+++ Data

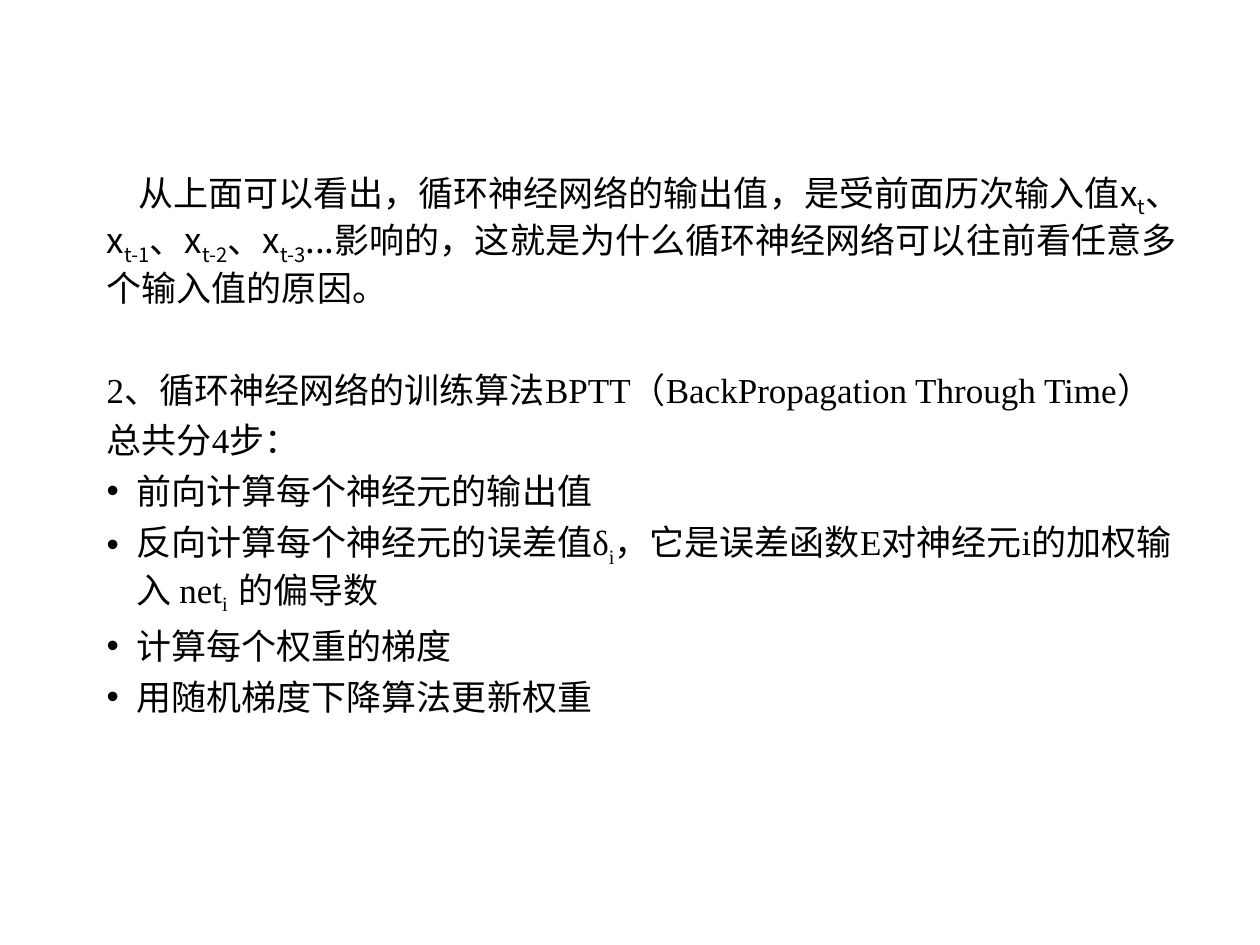
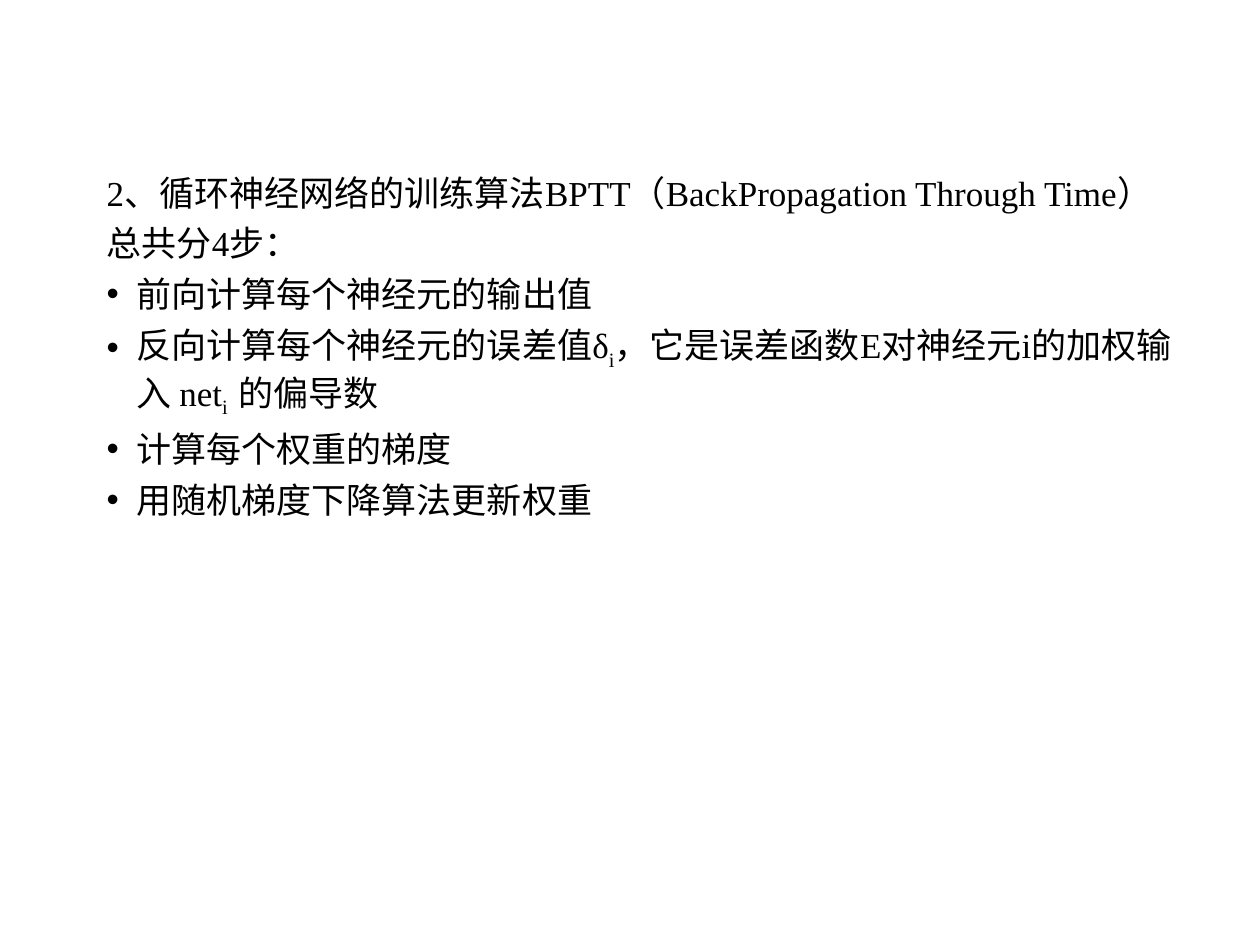
Before and after one commit to sunyisgithub/Git, a slide deck: slide 11 of 循环神经网络（Recurrent Neural Network）.ppt (slide 10 before the commit). Drawn at 1260x945 pixels with LibreOffice and Linux fonts; fonts in the diff are those of the drawing; background and template pictures are left out. Boxes give left, top, right and bottom in pixels: in the first picture for what was removed or moved away, otherwise in the second. Text is boxed around its words. In the diff, an @@ line names an element or a change of style, - is before the commit and + after.

Commit message:
循环神经网络3

```diff
--- a/循环神经网络（Recurrent Neural Network）.ppt
+++ b/循环神经网络（Recurrent Neural Network）.ppt
@@ text at (107, 176, 1180, 304): paragraph removed @@
-从上面可以看出，循环神经网络的输出值，是受前面历次输入值xt、xt-1、xt-2、xt-3...影响的，这就是为什么循环神经网络可以往前看任意多个输入值的原因。
```
Also in this commit, not shown: 5 other slides changed, 5 slides added, 26 slides removed.
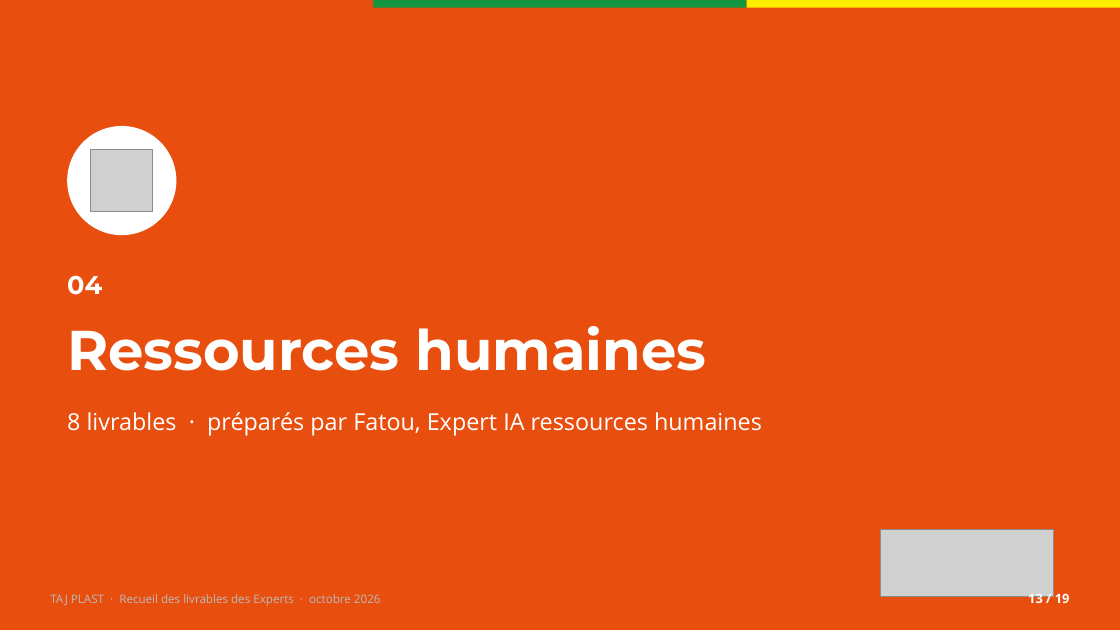
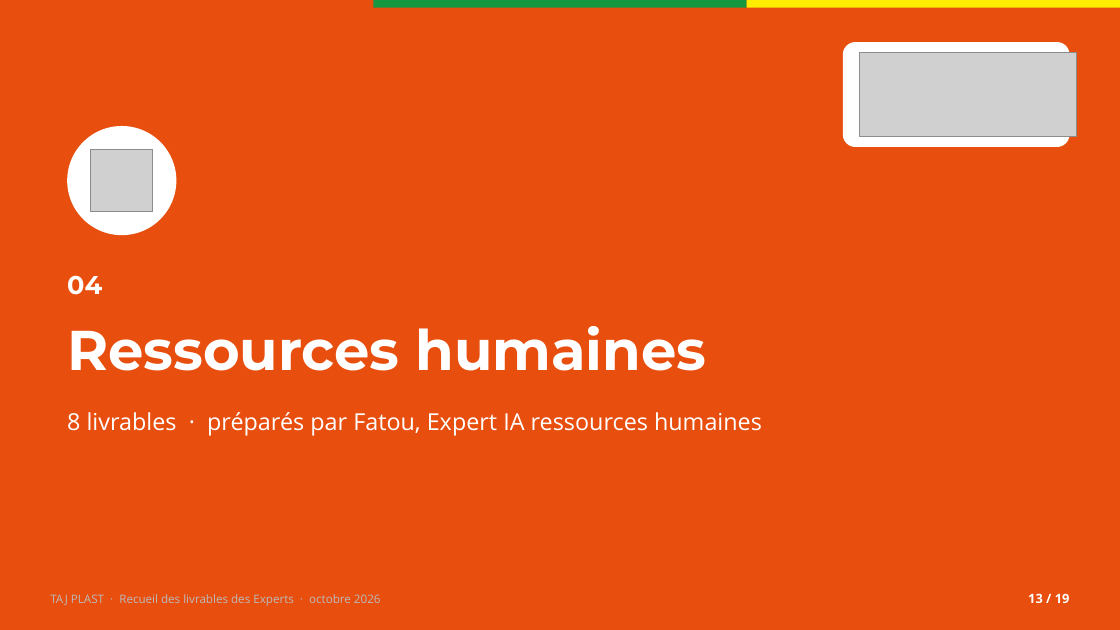
Before and after one commit to leslita06/fatima-unifood-fictif, a slide deck: slide 13 of tmp-recueil/recueil.pptx. Drawn at 1120x630 pixels with LibreOffice and Linux fonts; fonts in the diff are those of the drawing; grey boxes stand for pictures. Boxes give left, top, right and bottom in pixels: in the first picture for what was removed or moved away, otherwise in the second. Text is boxed around its words. In the diff, an @@ line names an element or a change of style, - is before the commit and + after.

```diff
--- a/tmp-recueil/recueil.pptx
+++ b/tmp-recueil/recueil.pptx
@@ rounded rectangle added at <box>843,42,1070,147</box>, fill #FFFFFF @@
@@ picture added at <box>860,52,1076,136</box> @@
@@ picture removed at <box>881,529,1054,597</box> @@
```
Also in this commit, not shown: 17 other slides changed.
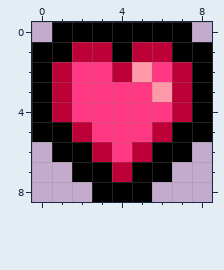
Two versions of one pixel-art sprite, images/heart.png. The picture above is the old version.
The file is 9x9 pixels.
Once edited:
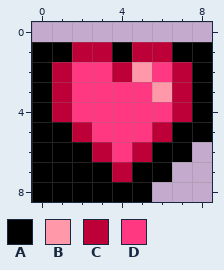
Palette (. is transparent): A #000000  B #ff99aa  C #be0039  D #ff3881
The edit:
y 0: x 1..7 AAAAAAA -> .......
y 6: x 0 . -> A
y 7: x 0..1 .. -> AA
y 8: x 0..2 ... -> AAA
Pixel boxes of the changes (left, top, right, bottom) in both pictures:
erased: (52, 22, 192, 42)
added: (32, 142, 92, 202)

++++++

Work item >>
Count how many of the lines in the material include the word "Also", and state that number without anything else.

Answer space >>
2